Center for Theragnosis, Korea Institute of Science and Technology, Seoul, 02792, Republic of Korea.
Department of Biological Chemistry, Korea University of Science and Technology, Daejeon, 34113, Republic of Korea.
Sci Rep. 2017 Jul 26;7(1):6599. doi: 10.1038/s41598-017-06314-9.

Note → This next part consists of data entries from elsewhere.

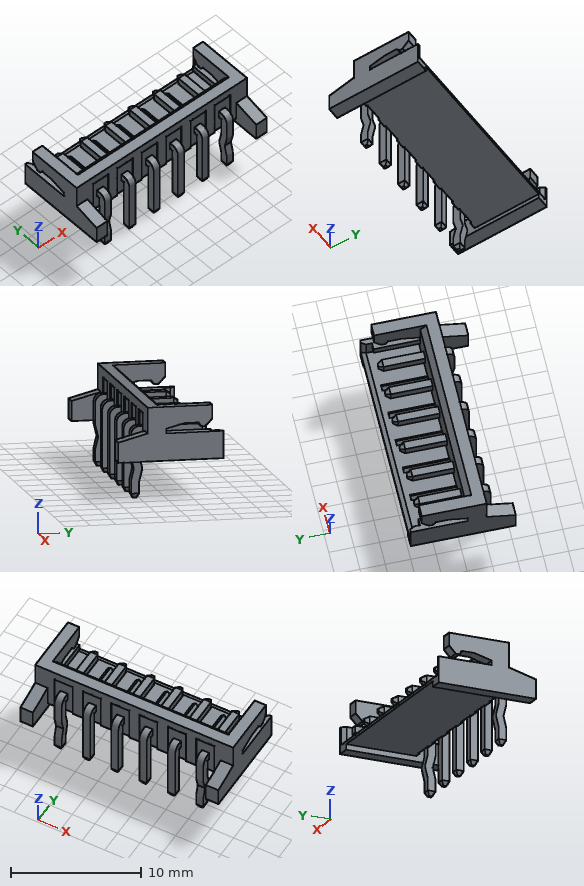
import cadquery as cq
import math

LENGTH = 17.5
HEIGHT = 4.24
REAR_Y = 5.98
FOOT_LENGTH = 2.31
FOOT_ROOT_HEIGHT = 2.2
FOOT_FRONT_HEIGHT = 1.6
FOOT_WIDTH = 1.1
CHEEK_HEIGHT = 2.15
CHEEK_WIDTH = 1.0

ARM_END_Y = 5.11
ARM_ROOT_Y = 1.47
ARM_ROOT_Z = 2.52
ARM_UNDERSIDE_Z = 2.9
ARM_TAPER_Y = 2.95
HOOK_TIP_Z = 2.59
HOOK_INNER_Y = 4.0
HOOK_TIP_INNER_Y = 4.22
HOOK_TIP_OUTER_Y = 4.55
HOOK_NOSE_Z = 3.17

FLOOR_BOTTOM = 0.45
FLOOR_TOP = 0.84
WALL_TOP_THICKNESS = 0.98
WALL_THICKNESS = ARM_ROOT_Y
WALL_BEVEL_DROP = WALL_THICKNESS - WALL_TOP_THICKNESS

LIP_BOTTOM = 1.6
LIP_END_Y = 5.15
THIN_CHEEK_WIDTH = 0.45
LEAD_IN_LENGTH = 0.37
LEAD_IN_FLARE = 0.23
LEAD_IN_DROP = 0.14

PIN_COUNT = 6
PIN_PITCH = 2.5
PIN_SIZE = 0.65
PIN_TOP = 2.36
PIN_BEND_Y = -0.18
PIN_BOTTOM = -3.27
TIP_LENGTH = 0.37
TIP_SIZE = 0.26
KINK_TOP = 0.05
KINK_BOTTOM = -1.98
KINK_ANGLE = math.radians(14)

RECESS_WIDTH = 1.61
RECESS_TOP = 3.48
RECESS_DEPTH = 0.1
RIDGE_WIDTH = 0.5
RIDGE_HEIGHT = 0.23

PIN_XS = [(i - (PIN_COUNT - 1) / 2) * PIN_PITCH for i in range(PIN_COUNT)]


def box(x_min, x_max, y_min, y_max, z_min, z_max):
    size = (x_max - x_min, y_max - y_min, z_max - z_min)
    return cq.Workplane("XY").box(*size, centered=False).translate((x_min, y_min, z_min))


def extrude_along_x(outline, x_min, x_max):
    """Extrude a closed outline drawn in Y and Z between two X positions."""
    return outline.close().extrude(x_max - x_min).translate((x_min, 0, 0))


def side_profile():
    """Outline of foot, cheek and latch arm."""
    return cq.Workplane("YZ").polyline([
        (-FOOT_LENGTH, 0),
        (REAR_Y, 0),
        (REAR_Y, CHEEK_HEIGHT),
        (ARM_ROOT_Y, CHEEK_HEIGHT),
        (ARM_ROOT_Y, ARM_ROOT_Z),
        (ARM_TAPER_Y, ARM_UNDERSIDE_Z),
        (HOOK_INNER_Y, ARM_UNDERSIDE_Z),
        (HOOK_TIP_INNER_Y, HOOK_TIP_Z),
        (HOOK_TIP_OUTER_Y, HOOK_TIP_Z),
        (ARM_END_Y, HOOK_NOSE_Z),
        (ARM_END_Y, HEIGHT),
        (0, HEIGHT),
        (0, FOOT_ROOT_HEIGHT),
        (-FOOT_LENGTH, FOOT_FRONT_HEIGHT),
    ])


def centre_profile():
    """Outline of the floor and the wall, with the wall's bevelled rear face."""
    return cq.Workplane("YZ").polyline([
        (0, FLOOR_BOTTOM),
        (REAR_Y, FLOOR_BOTTOM),
        (REAR_Y, FLOOR_TOP - LEAD_IN_DROP),
        (REAR_Y - LEAD_IN_LENGTH, FLOOR_TOP),
        (WALL_THICKNESS, FLOOR_TOP),
        (WALL_THICKNESS, HEIGHT - WALL_BEVEL_DROP),
        (WALL_TOP_THICKNESS, HEIGHT),
        (0, HEIGHT),
    ])


def cavity_cutter():
    """Space that undercuts the cheeks, thins them fully behind the lip and flares at the rear."""
    half_width = LENGTH / 2 - THIN_CHEEK_WIDTH
    lead_in_y = REAR_Y - LEAD_IN_LENGTH
    undercut = box(-half_width, half_width, WALL_THICKNESS, LIP_END_Y, FLOOR_TOP, LIP_BOTTOM)
    behind_lip = box(-half_width, half_width, LIP_END_Y, REAR_Y, FLOOR_TOP, HEIGHT)
    flare = (
        cq.Workplane("XY")
        .polyline([
            (-half_width, lead_in_y),
            (-half_width - LEAD_IN_FLARE, REAR_Y),
            (half_width + LEAD_IN_FLARE, REAR_Y),
            (half_width, lead_in_y),
        ])
        .close()
        .extrude(HEIGHT)
    )
    above_lead_in = extrude_along_x(
        cq.Workplane("YZ").polyline([
            (lead_in_y, FLOOR_TOP),
            (REAR_Y, FLOOR_TOP - LEAD_IN_DROP),
            (REAR_Y, HEIGHT),
            (lead_in_y, HEIGHT),
        ]),
        -LENGTH / 2,
        LENGTH / 2,
    )
    return undercut.union(behind_lip).union(flare.intersect(above_lead_in))


def ridge(x):
    """Triangular ridge on the floor between two contacts."""
    return (
        cq.Workplane("XZ", origin=(x, LIP_END_Y, 0))
        .polyline([
            (-RIDGE_WIDTH / 2, FLOOR_TOP),
            (RIDGE_WIDTH / 2, FLOOR_TOP),
            (0, FLOOR_TOP + RIDGE_HEIGHT),
        ])
        .close()
        .extrude(LIP_END_Y - WALL_TOP_THICKNESS)
    )


def housing():
    half = LENGTH / 2
    body = extrude_along_x(centre_profile(), -half + CHEEK_WIDTH, half - CHEEK_WIDTH)
    body = body.union(extrude_along_x(side_profile(), -half, -half + CHEEK_WIDTH))
    body = body.union(extrude_along_x(side_profile(), half - CHEEK_WIDTH, half))

    foot_profile = [
        (-FOOT_LENGTH, 0),
        (REAR_Y, 0),
        (REAR_Y, FLOOR_BOTTOM),
        (0, FLOOR_BOTTOM),
        (0, FOOT_ROOT_HEIGHT),
        (-FOOT_LENGTH, FOOT_FRONT_HEIGHT),
    ]
    for x_min in (-half, half - FOOT_WIDTH):
        foot = extrude_along_x(cq.Workplane("YZ").polyline(foot_profile), x_min, x_min + FOOT_WIDTH)
        body = body.union(foot)

    body = body.cut(cavity_cutter())
    for x in PIN_XS:
        left, right = x - RECESS_WIDTH / 2, x + RECESS_WIDTH / 2
        body = body.cut(box(left, right, 0, RECESS_DEPTH, FLOOR_BOTTOM, RECESS_TOP))
    for x in PIN_XS[:-1]:
        body = body.union(ridge(x + PIN_PITCH / 2))
    return body


def tip(base_plane):
    """Blunt pyramid that ends a contact, built outward from the given plane."""
    return (
        cq.Workplane(base_plane)
        .rect(PIN_SIZE, PIN_SIZE)
        .workplane(offset=TIP_LENGTH)
        .rect(TIP_SIZE, TIP_SIZE)
        .loft(ruled=True)
    )


def straight_leg(bottom):
    return (
        cq.Workplane("YZ")
        .moveTo(PIN_BEND_Y, PIN_TOP - PIN_SIZE)
        .lineTo(PIN_BEND_Y, bottom)
        .lineTo(PIN_BEND_Y - PIN_SIZE, bottom)
        .lineTo(PIN_BEND_Y - PIN_SIZE, PIN_TOP - PIN_SIZE)
    )


def kinked_leg(bottom):
    """Leg bowed toward the rear; each bend is sharp inside and round outside."""
    front_y = PIN_BEND_Y - PIN_SIZE
    middle_z = (KINK_TOP + KINK_BOTTOM) / 2
    bend_y = PIN_SIZE * math.cos(KINK_ANGLE)
    bend_z = PIN_SIZE * math.sin(KINK_ANGLE)
    mid_bend_y = PIN_SIZE * math.cos(KINK_ANGLE / 2)
    mid_bend_z = PIN_SIZE * math.sin(KINK_ANGLE / 2)
    slope_height = KINK_TOP - bend_z - middle_z
    inner_y = PIN_BEND_Y - bend_y + slope_height * math.tan(KINK_ANGLE)
    return (
        cq.Workplane("YZ")
        .moveTo(PIN_BEND_Y, PIN_TOP - PIN_SIZE)
        .lineTo(PIN_BEND_Y, KINK_TOP)
        .lineTo(inner_y + bend_y, middle_z + bend_z)
        .threePointArc((inner_y + PIN_SIZE, middle_z), (inner_y + bend_y, middle_z - bend_z))
        .lineTo(PIN_BEND_Y, KINK_BOTTOM)
        .lineTo(PIN_BEND_Y, bottom)
        .lineTo(front_y, bottom)
        .lineTo(front_y, KINK_BOTTOM)
        .threePointArc(
            (PIN_BEND_Y - mid_bend_y, KINK_BOTTOM + mid_bend_z),
            (PIN_BEND_Y - bend_y, KINK_BOTTOM + bend_z),
        )
        .lineTo(inner_y, middle_z)
        .lineTo(PIN_BEND_Y - bend_y, KINK_TOP - bend_z)
        .threePointArc((PIN_BEND_Y - mid_bend_y, KINK_TOP - mid_bend_z), (front_y, KINK_TOP))
        .lineTo(front_y, PIN_TOP - PIN_SIZE)
    )


def contact(x, kinked):
    """Right-angle square contact with a blunt point at both ends."""
    bar_end_y = LIP_END_Y - TIP_LENGTH
    leg_end_z = PIN_BOTTOM + TIP_LENGTH
    corner_z = PIN_TOP - PIN_SIZE
    arc_offset = PIN_SIZE * math.sqrt(0.5)
    leg = kinked_leg(leg_end_z) if kinked else straight_leg(leg_end_z)
    outline = (
        leg
        .threePointArc((PIN_BEND_Y - arc_offset, corner_z + arc_offset), (PIN_BEND_Y, PIN_TOP))
        .lineTo(bar_end_y, PIN_TOP)
        .lineTo(bar_end_y, corner_z)
    )
    bar = extrude_along_x(outline, -PIN_SIZE / 2, PIN_SIZE / 2)
    rear_centre = (0, bar_end_y, PIN_TOP - PIN_SIZE / 2)
    lower_centre = (0, PIN_BEND_Y - PIN_SIZE / 2, leg_end_z)
    rear_tip = tip(cq.Plane(origin=rear_centre, xDir=(1, 0, 0), normal=(0, 1, 0)))
    lower_tip = tip(cq.Plane(origin=lower_centre, xDir=(1, 0, 0), normal=(0, 0, -1)))
    return bar.union(rear_tip).union(lower_tip).translate((x, 0, 0))


result = housing()
for pin_x in PIN_XS:
    is_end_contact = pin_x in (PIN_XS[0], PIN_XS[-1])
    result = result.union(contact(pin_x, is_end_contact))

Various forms of protein (proteoforms) are generated by genetic variations, alternative splicing, alternative translation initiation, co- or post-translational modification and proteolysis. Different proteoforms are in part discovered by characterizing their N-terminal sequences. Here, we introduce an N-terminal-peptide-enrichment method, Nrich. Filter-aided negative selection formed the basis for the use of two N-blocking reagents and two endoproteases in this method. We identified 6,525 acetylated (or partially acetylated) and 6,570 free protein N-termini arising from 5,727 proteins in HEK293T human cells. The protein N-termini included translation initiation sites annotated in the UniProtKB database, putative alternative translational initiation sites, and N-terminal sites exposed after signal/transit/pro-peptide removal or unknown processing, revealing various proteoforms in cells. In addition, 46 novel protein N-termini were identified in 5' untranslated region (UTR) sequence with pseudo start codons. Our data showing the observation of N-terminal sequences of mature proteins constitutes a useful resource that may provide information for a better understanding of various proteoforms in cells.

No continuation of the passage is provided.